Meski tidak ada lagi bantuan dari kementerian terkait, Tanjung berharap pengelola koperasi dapat mengusulkan bantuan ke Pemerintah Provinsi Lampung. Tidak menutup kemungkinan bantuan bisa berasal dari sana.
”Meski belum jelas ada atau tidak bantuan itu, yang penting pihak pengelola koperasi telah berusaha semaksimal mungkin untuk mengaktifkannya kembali,” ungkapnya.

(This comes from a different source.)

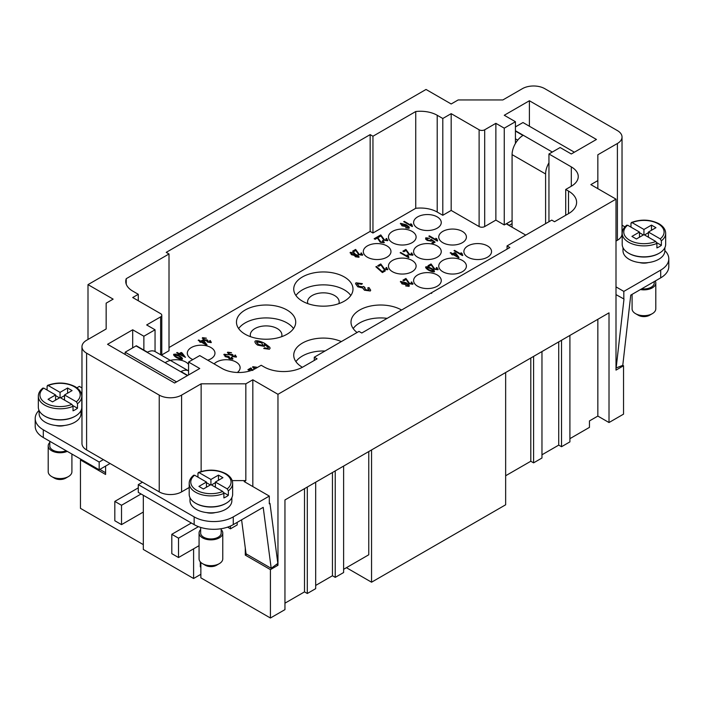 <?xml version="1.0" encoding="UTF-8"?>
<svg xmlns="http://www.w3.org/2000/svg" width="704" height="704" viewBox="0 0 704 704"><rect width="100%" height="100%" fill="white"/><g stroke="black" fill="none" stroke-linecap="round" stroke-linejoin="round"><path stroke-width="1.06" d="M187.73 375.434L181.025 371.562A15.805 9.126 -60 0 1 188.566 370.894L155.126 351.586A15.805 9.126 120 0 0 147.506 352.211L136.33 345.761A15.805 9.126 120 0 0 136.048 345.919L187.449 375.593M71.914 454.054L71.914 471.724A11.854 6.846 180 0 1 68.446 476.564L65.648 478.174A7.902 4.558 180 0 1 54.472 478.174L51.682 476.564A11.854 6.846 180 0 1 48.206 471.724L48.206 445.914A11.854 6.846 180 0 1 49.79 442.499M65.648 478.174L68.446 476.564A11.854 6.846 180 0 1 51.682 476.564M67.25 451.361A11.854 6.846 180 0 1 54.806 452.047A11.854 6.846 180 0 1 48.206 445.914M75.143 416.24A20.935 12.091 180 0 1 74.87 416.398A20.935 12.091 180 0 1 44.986 416.24M81.004 410.555L81.004 413.662A20.935 12.091 180 0 1 74.87 422.206A20.935 12.091 180 0 1 52.052 424.829A20.935 12.091 180 0 1 39.125 413.662L39.125 410.555M66.123 450.71A10.27 5.931 180 0 1 55.414 451.202A10.27 5.931 180 0 1 49.79 445.914L49.79 441.276M64.407 425.489A10.27 5.931 180 0 1 55.722 425.489M47.098 390.042L47.098 386.17L48.224 385.537L60.06 392.366L67.602 388.01L72.072 390.597L64.53 394.953L76.366 401.782L77.502 403.726L77.502 408.241L72.873 405.574M77.502 408.241A21.727 12.549 180 0 1 75.425 409.622A21.727 12.549 180 0 1 73.031 410.819L73.031 406.305L71.896 404.36L60.06 397.531L52.518 401.887L48.048 399.3L55.59 394.953L55.59 400.11M47.476 385.422C57.182 381.894 66.396 382.298 75.099 386.646C79.499 389.294 81.734 392.489 81.796 396.238L81.796 407.211A21.727 12.549 180 0 1 75.425 416.082A21.727 12.549 180 0 1 51.744 418.801A21.727 12.549 180 0 1 38.333 407.211L38.333 396.238A21.727 12.549 180 0 0 44.695 405.108A21.727 12.549 180 0 0 73.031 406.305M200.649 529.602A11.854 6.846 0 0 0 199.065 533.016L199.065 558.818A11.854 6.846 0 0 0 202.541 563.658A11.854 6.846 0 0 0 219.305 563.658L219.305 563.658A11.854 6.846 0 0 0 222.772 558.818L222.772 533.016A11.854 6.846 0 0 0 221.188 529.602M219.305 563.658L216.506 565.277A7.902 4.558 0 0 1 205.33 565.277L202.541 563.658M199.065 533.016A11.854 6.846 0 0 0 206.386 539.334A11.854 6.846 0 0 0 219.305 537.856A11.854 6.846 0 0 0 222.772 533.016M195.835 503.334A20.935 12.091 0 0 0 225.729 503.501A20.935 12.091 0 0 0 226.002 503.334M189.983 497.658L189.983 500.755A20.935 12.091 0 0 0 202.91 511.922A20.935 12.091 0 0 0 225.729 509.3A20.935 12.091 0 0 0 231.862 500.755L231.862 497.658M197.956 477.136L197.956 473.273L199.082 472.63L210.918 479.468L210.918 484.625L203.377 488.981L198.906 486.402L206.448 482.046L206.448 487.203M210.918 479.468L218.46 475.112L222.93 477.69L215.389 482.046L227.225 488.875L228.36 490.82L228.36 495.334A21.727 12.549 180 0 1 226.283 496.725A21.727 12.549 180 0 1 223.89 497.922L223.89 493.407L222.754 491.462L210.918 484.625M193.75 475.174C190.74 477.585 189.218 480.304 189.191 483.34L189.191 494.305A21.727 12.549 0 0 0 202.602 505.894A21.727 12.549 0 0 0 226.283 503.175A21.727 12.549 0 0 0 232.646 494.305L232.646 483.34A21.727 12.549 0 0 1 228.36 490.82M200.649 527.41L200.649 533.016A10.27 5.931 0 0 0 206.985 538.49A10.27 5.931 0 0 0 218.187 537.205A10.27 5.931 0 0 0 221.188 533.016L221.188 528.713M545.6 223.661L545.6 173.976A15.805 9.126 -60 0 1 548.874 162.967A15.805 9.126 -60 0 1 548.953 162.826M515.434 131.076L522.975 135.432A15.805 9.126 120 0 0 515.346 143.607A15.805 9.126 120 0 0 512.081 154.625L512.081 227.207M655.266 280.993A11.854 6.846 180 0 1 655.794 283.017L655.794 308.818A11.854 6.846 180 0 1 652.318 313.658L652.318 313.658A11.854 6.846 180 0 1 635.554 313.658A11.854 6.846 180 0 1 632.086 308.818L632.086 294.369M649.528 315.269L652.318 313.658L649.528 315.269A7.902 4.558 180 0 1 638.352 315.269L635.554 313.658M655.794 283.017A11.854 6.846 180 0 1 652.318 287.848A11.854 6.846 180 0 1 640.438 289.555M659.014 253.334A20.935 12.091 180 0 1 658.742 253.493A20.935 12.091 180 0 1 628.857 253.334M664.875 247.658L664.875 250.756A20.935 12.091 180 0 1 658.742 259.301A20.935 12.091 180 0 1 635.923 261.923A20.935 12.091 180 0 1 622.996 250.756L622.996 247.658M654.21 281.6L654.21 283.017A10.27 5.931 180 0 1 651.2 287.206A10.27 5.931 180 0 1 641.731 288.807M630.969 227.137L630.969 223.265L632.104 222.631L643.94 229.46L643.94 234.626L636.398 238.982L631.928 236.403L639.47 232.047L627.634 225.21L626.498 225.852M630.969 223.265L632.104 222.631A20.152 11.634 180 0 1 658.187 223.819A20.152 11.634 180 0 1 660.246 238.876L661.373 240.821L661.373 245.335A21.727 12.549 180 0 1 659.305 246.726A21.727 12.549 180 0 1 656.902 247.922L656.902 243.399L655.776 241.463L643.94 234.626M631.356 222.517C641.062 218.988 650.267 219.393 658.979 223.74C663.379 226.389 665.606 229.592 665.667 233.332L665.667 244.306A21.727 12.549 180 0 1 659.305 253.176A21.727 12.549 180 0 1 635.624 255.895A21.727 12.549 180 0 1 622.204 244.306L622.204 233.332A21.727 12.549 180 0 0 628.575 242.202A21.727 12.549 180 0 0 656.902 243.399M338.906 303.626A15.805 9.126 0 0 0 339.17 301.963A15.805 9.126 0 0 0 334.541 295.513A15.805 9.126 0 0 0 317.319 293.533A15.805 9.126 0 0 0 307.56 301.963A15.805 9.126 0 0 0 307.824 303.626M302.412 301.162A29.63 17.107 180 0 1 293.735 289.062A29.63 17.107 180 0 1 312.022 273.258A29.63 17.107 180 0 1 344.318 276.962A29.63 17.107 180 0 1 352.994 289.062A29.63 17.107 180 0 1 334.708 304.867A29.63 17.107 180 0 1 302.412 301.162M350.812 295.513A29.63 17.107 0 0 0 344.318 289.872A29.63 17.107 0 0 0 295.918 295.513M302.394 367.277A29.63 17.107 180 0 1 293.735 355.194A29.63 17.107 180 0 1 310.218 339.856A29.63 17.107 180 0 1 341.334 341.59M325.01 351.014A29.63 17.107 0 0 0 295.918 361.645M357.078 332.499A29.63 17.107 180 0 1 351.006 322.124A29.63 17.107 180 0 1 369.292 306.319A29.63 17.107 180 0 1 401.588 310.033M387.182 318.349A29.63 17.107 0 0 0 353.188 328.574M281.635 336.697A15.805 9.126 0 0 0 281.899 335.034A15.805 9.126 0 0 0 277.27 328.574A15.805 9.126 0 0 0 260.049 326.603A15.805 9.126 0 0 0 250.29 335.034A15.805 9.126 0 0 0 250.554 336.697M245.142 334.224A29.63 17.107 180 0 1 236.465 322.124A29.63 17.107 180 0 1 254.751 306.319A29.63 17.107 180 0 1 287.047 310.033A29.63 17.107 180 0 1 295.724 322.124A29.63 17.107 180 0 1 277.438 337.929A29.63 17.107 180 0 1 245.142 334.224M293.542 328.574A29.63 17.107 0 0 0 287.047 322.934A29.63 17.107 0 0 0 238.647 328.574M417.648 228.175A13.825 7.982 180 0 1 413.6 222.526A13.825 7.982 180 0 1 422.136 215.151A13.825 7.982 180 0 1 437.21 216.885A13.825 7.982 180 0 1 441.258 222.526A13.825 7.982 180 0 1 432.722 229.909A13.825 7.982 180 0 1 417.648 228.175M417.648 286.238A13.825 7.982 180 0 1 413.6 280.597A13.825 7.982 180 0 1 422.136 273.222A13.825 7.982 180 0 1 437.21 274.947A13.825 7.982 180 0 1 441.258 280.597A13.825 7.982 180 0 1 432.722 287.971A13.825 7.982 180 0 1 417.648 286.238M442.798 271.726A13.825 7.982 180 0 1 438.742 266.077A13.825 7.982 180 0 1 447.278 258.702A13.825 7.982 180 0 1 462.352 260.436A13.825 7.982 180 0 1 466.4 266.077A13.825 7.982 180 0 1 457.864 273.451A13.825 7.982 180 0 1 442.798 271.726M467.94 257.206A13.825 7.982 180 0 1 463.883 251.566A13.825 7.982 180 0 1 472.419 244.182A13.825 7.982 180 0 1 487.494 245.916A13.825 7.982 180 0 1 491.542 251.566A13.825 7.982 180 0 1 483.006 258.94A13.825 7.982 180 0 1 467.94 257.206M392.506 271.726A13.825 7.982 180 0 1 388.458 266.077A13.825 7.982 180 0 1 396.994 258.702A13.825 7.982 180 0 1 412.06 260.436A13.825 7.982 180 0 1 416.117 266.077A13.825 7.982 180 0 1 407.581 273.451A13.825 7.982 180 0 1 392.506 271.726M417.648 257.206A13.825 7.982 180 0 1 413.6 251.566A13.825 7.982 180 0 1 422.136 244.182A13.825 7.982 180 0 1 437.21 245.916A13.825 7.982 180 0 1 441.258 251.566A13.825 7.982 180 0 1 432.722 258.94A13.825 7.982 180 0 1 417.648 257.206M442.798 242.686A13.825 7.982 180 0 1 438.742 237.046A13.825 7.982 180 0 1 447.278 229.671A13.825 7.982 180 0 1 462.352 231.396A13.825 7.982 180 0 1 466.4 237.046A13.825 7.982 180 0 1 457.864 244.42A13.825 7.982 180 0 1 442.798 242.686M367.365 257.206A13.825 7.982 180 0 1 363.317 251.566A13.825 7.982 180 0 1 371.853 244.182A13.825 7.982 180 0 1 386.918 245.916A13.825 7.982 180 0 1 390.975 251.566A13.825 7.982 180 0 1 382.43 258.94A13.825 7.982 180 0 1 367.365 257.206M392.506 242.686A13.825 7.982 180 0 1 388.458 237.046A13.825 7.982 180 0 1 396.994 229.671A13.825 7.982 180 0 1 412.06 231.396A13.825 7.982 180 0 1 416.117 237.046A13.825 7.982 180 0 1 407.581 244.42A13.825 7.982 180 0 1 392.506 242.686M214.122 363.889A13.825 7.982 180 0 1 236.06 362.05A13.825 7.982 180 0 1 240.117 367.69A13.825 7.982 180 0 1 237.354 372.478M192.861 359.568A13.825 7.982 180 0 1 191.365 358.82A13.825 7.982 180 0 1 187.317 353.17A13.825 7.982 180 0 1 195.853 345.796A13.825 7.982 180 0 1 210.918 347.53A13.825 7.982 180 0 1 214.966 353.17A13.825 7.982 180 0 1 207.724 360.193M165.167 362.727A13.825 7.982 180 0 1 185.777 362.05A13.825 7.982 180 0 1 188.566 364.364M541.966 351.56L541.966 458.014L533.588 462.854L530.798 461.243L505.648 475.754M597.846 319.308L597.846 416.082L589.459 420.922L589.459 427.372L569.906 438.662M569.906 335.43L569.906 441.883L561.528 446.723L558.73 445.113L541.966 454.793M368.764 451.563L368.764 554.787L343.622 569.307M343.622 466.074L343.622 572.528L335.236 577.368L332.446 575.758L315.682 585.438M315.682 482.205L315.682 588.658L307.305 593.498L304.506 591.888L284.953 603.178M346.412 567.697L371.554 582.208L505.648 504.794L505.648 372.53M183.911 356.338L181.579 353.329L180.136 354.226L183.911 356.409L180.136 354.156M177.179 352.458L179.186 353.61L181.192 352.458L182.134 353.003L185.46 357.35L179.573 354.482L178.948 354.842L178.006 354.297L178.622 353.936L176.625 352.783L177.179 352.458L176.678 352.81M178.622 353.936L178.059 354.323M185.425 357.368L182.134 353.065L181.192 352.519L179.186 353.681L177.179 352.519M428.05 294.756L431.059 292.978L431.71 293.427M454.036 279.752L454.59 279.426M479.178 265.232L479.741 264.906M461.12 254.162L461.006 252.789L462.009 253.37L462.414 255.561L454.001 250.703L454.564 250.378L461.12 254.162L454.564 250.439L454.054 250.73M460.97 253.194L462 253.431L462.774 255.411M431.059 263.947L434.72 268.893L437.034 269.227L436.251 267.74L436.946 267.467L437.87 269.729L434.113 269.21L431.262 264.968L429.009 266.27L428.014 265.698L431.059 263.947L434.72 268.954L437.193 268.963M436.946 267.467L437.87 269.79M438.178 269.174L437.87 269.729M436.946 267.529L436.322 267.775M431.059 264.009L428.067 265.734M411.805 281.978L412.729 284.24L408.962 283.73L406.12 279.488L403.858 280.79L402.873 280.218L405.918 278.458L409.57 283.474L411.893 283.809L411.11 282.251L411.805 281.978L412.729 284.31M413.028 283.686L412.729 284.24M411.805 282.049L411.18 282.295M405.918 278.458L409.57 283.413L411.893 283.809M405.918 278.52L402.926 280.254M254.197 369.257L252.815 366.687L256.643 367.206L253.519 367.47M252.815 366.758L252.542 367.215L252.815 366.758L256.643 367.277M253.669 367.18L254.857 368.914M253.669 367.242L254.786 368.958M228.518 352.669L229.328 354.218L232.971 354.904L233.332 356.294L235.4 356.62L234.714 355.265L235.462 355.045L236.254 357.095L232.734 356.62L231.669 355.274L228.747 354.578L227.674 352.176L231.502 352.695L228.378 352.95M227.401 352.73L227.674 352.238L231.502 352.757M227.401 352.695L227.674 352.238M235.462 355.045L236.254 357.166M236.5 356.629L236.254 357.095M235.462 355.115L234.775 355.309M232.874 355.01L233.332 356.365L235.523 356.4M232.874 354.948L232.672 355.406M232.918 354.93L232.135 354.35M228.518 352.73L229.328 354.288L232.135 354.411M380.776 263.947L384.428 268.893L386.751 269.227L385.968 267.74L386.663 267.467L387.587 269.729L383.821 269.21L380.978 264.968L378.717 266.27L377.731 265.698L380.776 263.947L384.428 268.954L386.91 268.963M386.663 267.467L387.587 269.79M387.886 269.174L387.587 269.729M386.663 267.529L386.038 267.775M380.776 264.009L377.784 265.734M405.918 249.427L409.57 254.373L411.893 254.716L411.11 253.22L411.805 252.947L412.729 255.209L408.962 254.698L406.12 250.457L403.858 251.759L402.873 251.187L405.918 249.427L409.57 254.443L412.051 254.443M411.805 252.947L412.729 255.27M413.028 254.654L412.729 255.209M411.805 253.018L411.18 253.264M405.918 249.489L402.926 251.222M435.978 239.642L435.864 238.278L436.858 238.85L437.272 241.041L428.859 236.183L429.422 235.858L435.978 239.703L429.422 235.919L428.912 236.218M435.82 238.674L436.858 238.911L437.633 240.891M380.776 234.907L384.428 239.862L386.751 240.196L385.968 238.709L386.663 238.436L387.587 240.698L383.821 240.178L380.978 235.937L378.717 237.239L377.731 236.667L380.776 234.907L384.428 239.923L386.91 239.932M386.663 238.436L387.587 240.759M387.886 240.143L387.587 240.698M386.663 238.498L386.038 238.744M380.776 234.978L377.784 236.702M410.828 225.13L410.722 223.758L411.717 224.33L412.13 226.521L403.718 221.663L404.281 221.346L410.828 225.192L404.281 221.408L403.77 221.698M410.722 223.819L411.717 224.391L412.491 226.38M355.634 249.427L359.286 254.373L361.61 254.716L360.826 253.22L361.513 252.947L362.446 255.209L358.679 254.698L355.828 250.457L353.575 251.759L352.59 251.187L355.634 249.427L359.286 254.443L361.768 254.443M361.513 252.947L362.446 255.27M362.745 254.654L362.446 255.209M361.513 253.018L360.888 253.264M355.634 249.489L352.642 251.222M203.377 338.149L204.186 339.706L207.83 340.384L208.19 341.783L210.25 342.1L209.572 340.745L210.32 340.534L211.112 342.584L207.592 342.109L206.518 340.762L203.606 340.058L202.532 337.656L206.36 338.175L203.227 338.439M202.259 338.21L202.532 337.726L206.36 338.246M202.259 338.175L202.532 337.726M210.32 340.534L211.112 342.646M211.35 342.109L211.112 342.584M210.32 340.595L209.634 340.798M207.733 340.498L208.19 341.845L210.382 341.889M207.768 340.41L206.994 339.83M203.377 338.21L204.186 339.768L206.994 339.891M205.489 343.886L203.148 340.868L201.705 341.766L205.489 343.948L201.705 341.704M198.757 339.997L200.763 341.158L202.761 340.006L203.702 340.551L207.038 344.898L206.571 345.162L201.142 342.03L200.526 342.39L199.575 341.836L200.2 341.484L198.194 340.322L198.757 339.997L198.246 340.358M200.2 341.484L199.637 341.871M207.002 344.916L203.702 340.613L202.761 340.067L200.763 341.22L198.757 340.067M355.282 255.543L355.96 256.441L358.169 256.564M355.406 255.332L355.96 256.502L358.169 256.59M358.046 256.846L357.509 255.605L355.406 255.262M351.014 253.141L351.921 254.32L354.737 254.478M351.164 252.877L351.921 254.382L354.737 254.54M354.587 254.83L353.822 253.264L351.164 252.815M355.696 254.496L358.054 255.253L358.89 257.259L355.37 256.766L354.367 255.411L351.349 254.663L350.328 252.322L354.411 252.938L355.652 254.734L358.054 255.314L358.89 257.321M350.328 252.393L350.046 252.85L350.328 252.393L354.411 253L355.652 254.734M359.146 256.784L358.89 257.259M401.298 224.057L402.494 225.438L405.39 225.746M401.412 223.872L402.494 225.509L405.39 225.808M405.258 226.01L404.351 224.435L401.412 223.81M406.05 226.6L406.05 225.306L406.05 226.6L401.975 225.817L400.55 223.326L406.217 224.752L409.253 227.075L409.05 228.298L405.654 227.85L408.452 227.418L408.241 227.858L408.452 227.357L406.05 225.306L406.05 226.662M400.338 223.784L406.217 224.822L409.253 227.075L409.05 228.298M409.253 227.146L409.05 228.369M406.138 227.48L407.238 227.867L408.452 227.357M377.203 236.975L380.855 241.921L383.178 242.255L382.395 240.768L383.09 240.495L384.014 242.757L380.248 242.246L377.406 238.005L375.144 239.307L374.158 238.735L377.203 236.975L380.855 241.982L383.337 241.991M383.09 240.495L384.014 242.818M384.314 242.202L384.014 242.757M383.09 240.557L382.466 240.803M377.203 237.037L374.211 238.762M426.633 238.278L427.715 240.02L430.593 240.557L430.61 239.606L431.27 239.369L435.134 242.114L432.854 243.434L431.869 242.862L433.699 241.806L431.693 240.363L431.35 241.173L427.214 240.425L425.603 239.078L425.788 237.794L429.607 238.286L426.501 238.577M425.603 239.14L425.788 237.855L429.607 238.357M425.603 239.078L425.788 237.855M433.699 241.806L431.922 242.898M435.081 242.141L431.27 239.43L430.654 239.65M426.633 238.339L427.715 240.09L430.593 240.618L430.61 239.606M430.593 240.618L430.61 239.668L430.593 240.618M407.264 256.221L407.15 254.848L408.144 255.429L408.558 257.62L400.145 252.762L400.708 252.437L407.264 256.282L400.708 252.498L400.198 252.798M407.114 255.253L408.144 255.49L408.918 257.47M384.375 270.336L382.114 271.638L384.375 270.274L385.308 270.882M384.375 270.274L385.361 270.846L382.386 272.562L375.866 266.781L376.446 266.446L382.114 271.638M376.446 266.446L382.114 271.577M376.446 266.508L375.918 266.816M224.954 354.728L225.755 356.286L229.407 356.963L229.759 358.362L231.827 358.679L231.141 357.324L231.889 357.113L232.681 359.163L229.161 358.688L228.096 357.342L225.174 356.638L224.101 354.235L227.929 354.754L224.805 355.045M224.101 354.297L223.828 354.754L224.101 354.297L227.929 354.825M231.889 357.113L232.681 359.225M232.927 358.688L232.681 359.163M231.889 357.174L231.202 357.368M229.302 357.078L229.759 358.424L231.95 358.468M229.302 357.007L229.099 357.474M229.346 356.99L228.571 356.409M224.954 354.79L225.755 356.347L228.571 356.47M251.847 370.41L251.126 368.966L248.873 370.269L247.887 369.697L250.932 367.937L252.85 370.48M250.932 367.937L252.85 370.41M250.932 368.007L247.94 369.732M401.298 282.119L402.494 283.501L405.39 283.844M401.412 281.943L402.494 283.571L405.39 283.879M405.258 284.073L404.351 282.498L401.412 281.873M406.05 284.662L406.05 283.369L406.05 284.662L401.975 283.879L400.55 281.398L406.217 282.814L409.253 285.146L409.05 286.37L405.654 285.912L408.452 285.49L408.241 285.921L408.452 285.419L406.05 283.369L406.05 284.724M400.338 281.846L406.217 282.885L409.253 285.146L409.05 286.37M409.253 285.208L409.05 286.431M406.138 285.542L407.238 285.93L408.452 285.419M426.518 267.529L426.606 267.326C426.228 267.678 427.064 268.514 429.123 269.834L433.479 271.286L433.506 270.574L430.962 268.778L426.606 267.326M426.606 267.388C426.228 267.74 427.064 268.576 429.123 269.896L433.479 271.348L433.506 270.574M427.68 266.728L431.543 268.435C433.902 269.958 434.826 271.066 434.324 271.779C433.171 272.114 431.253 271.577 428.542 270.169C426.193 268.664 425.269 267.555 425.77 266.842L427.68 266.728L431.543 268.506C433.902 270.019 434.826 271.128 434.324 271.841M425.77 266.904L427.68 266.798M457.477 256.467L455.136 253.449L453.693 254.346L457.477 256.529L453.693 254.285M450.745 252.578L452.751 253.739L454.749 252.586L455.69 253.132L459.026 257.479L458.559 257.743L453.13 254.61L452.514 254.962L451.563 254.417L452.188 254.065L450.182 252.903L450.745 252.578L450.234 252.938M452.188 254.065L451.625 254.452M458.99 257.497L455.69 253.194L454.749 252.648L452.751 253.801L450.745 252.648M475.842 267.159L476.678 266.675M475.86 267.142L476.538 266.754M451.035 281.283L451.607 281.151M451.035 281.345L451.475 281.222M425.392 296.287L426.395 295.706M425.427 296.261L426.254 295.786M174.53 354.948L174.618 354.746C174.24 355.098 175.076 355.934 177.135 357.254L181.491 358.706L181.518 357.993L178.974 356.198L174.618 354.746M174.618 354.807C174.24 355.159 175.076 355.995 177.135 357.315L181.491 358.767L181.518 357.993M175.692 354.147L179.555 355.854C181.914 357.377 182.838 358.486 182.327 359.198C181.183 359.533 179.265 358.996 176.554 357.588C174.205 356.083 173.281 354.974 173.774 354.262L175.692 354.147L179.555 355.925C181.914 357.438 182.838 358.547 182.327 359.26M173.589 354.649L175.692 354.218M512.081 220.431L504.258 224.946L495.871 220.106L484.695 226.565A3.951 2.279 180 0 1 479.116 226.565L451.176 210.434L442.798 215.274L437.21 212.045A23.707 13.684 0 0 0 415.738 208.305L372.953 233.015L370.163 231.396L169.013 347.53M126.227 284.117L126.227 278.687L169.013 253.977L169.013 350.759L161.788 354.922M506.211 223.819L525.765 235.11M357.412 283.615L358.75 286.202L362.965 286.906L363.431 286.414L364.83 287.346L365.429 289.67L368.87 290.198L367.726 287.945L368.975 287.584L370.7 290.215L370.295 290.998L364.426 290.206L362.648 287.962L357.782 286.801L355.538 283.659L355.995 282.797L362.375 283.659L361.654 284.328L357.412 283.615L357.166 284.09M364.663 287.417L364.32 288.112M364.663 287.478L365.429 289.731L368.87 290.268L369.081 289.819M269.403 349.254L263.745 348.498L264.546 347.873L268.057 348.401L268.4 347.679L264.396 344.256L264.396 346.412L257.611 345.101C255.306 343.438 254.514 342.056 255.244 340.965C257.162 340.366 260.313 341.158 264.678 343.341L269.738 347.213L270.107 348.216L269.403 349.254M266.376 348.524L268.057 348.462L268.4 347.679M254.883 341.66L255.244 341.026C257.162 340.437 260.313 341.22 264.678 343.402L269.738 347.274L270.107 348.251M256.485 342.153L258.474 344.476L263.076 345.426L263.305 344.995M256.67 341.827L258.474 344.546L263.076 345.488L263.305 345.057M263.076 345.426L261.571 342.804L256.67 341.766M254.883 341.695L255.244 341.026M264.396 344.256L264.827 345.497M268.057 348.462L268.4 347.741L268.057 348.462M264.546 347.873L266.376 348.586M264.546 347.934L263.798 348.515M355.538 283.694L355.995 282.858L362.375 283.73M368.975 287.584L370.7 290.242M368.975 287.646L367.787 287.989M364.769 287.364L363.431 286.414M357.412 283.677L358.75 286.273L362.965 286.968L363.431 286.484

Masalah koperasi yang mati suri ini tidak hanya terjadi di Lamsel. Persoalan serupa terjadi di Tanggamus. Berdasar pendataan selama Desember 2012, dari 270 koperasi, hanya 100 yang beroperasi.
Ada dua kriteria koperasi aktif. Yaitu dalam kurun waktu dua tahun berturut-turut harus melakukan rapat anggota tahunan (RAT). Selanjutnya melaporkan kegiatan dan penerimaan bantuan secara berkala atau per triwulan.
Hal sama juga terjadi di Pesawaran. Dari 169 koperasi, hanya 70 yang masih bertahan. Sisanya sudah tidak beraktivitas lagi. Salah satu penyebabnya adalah sumber daya manusianya tidak mematuhi peraturan.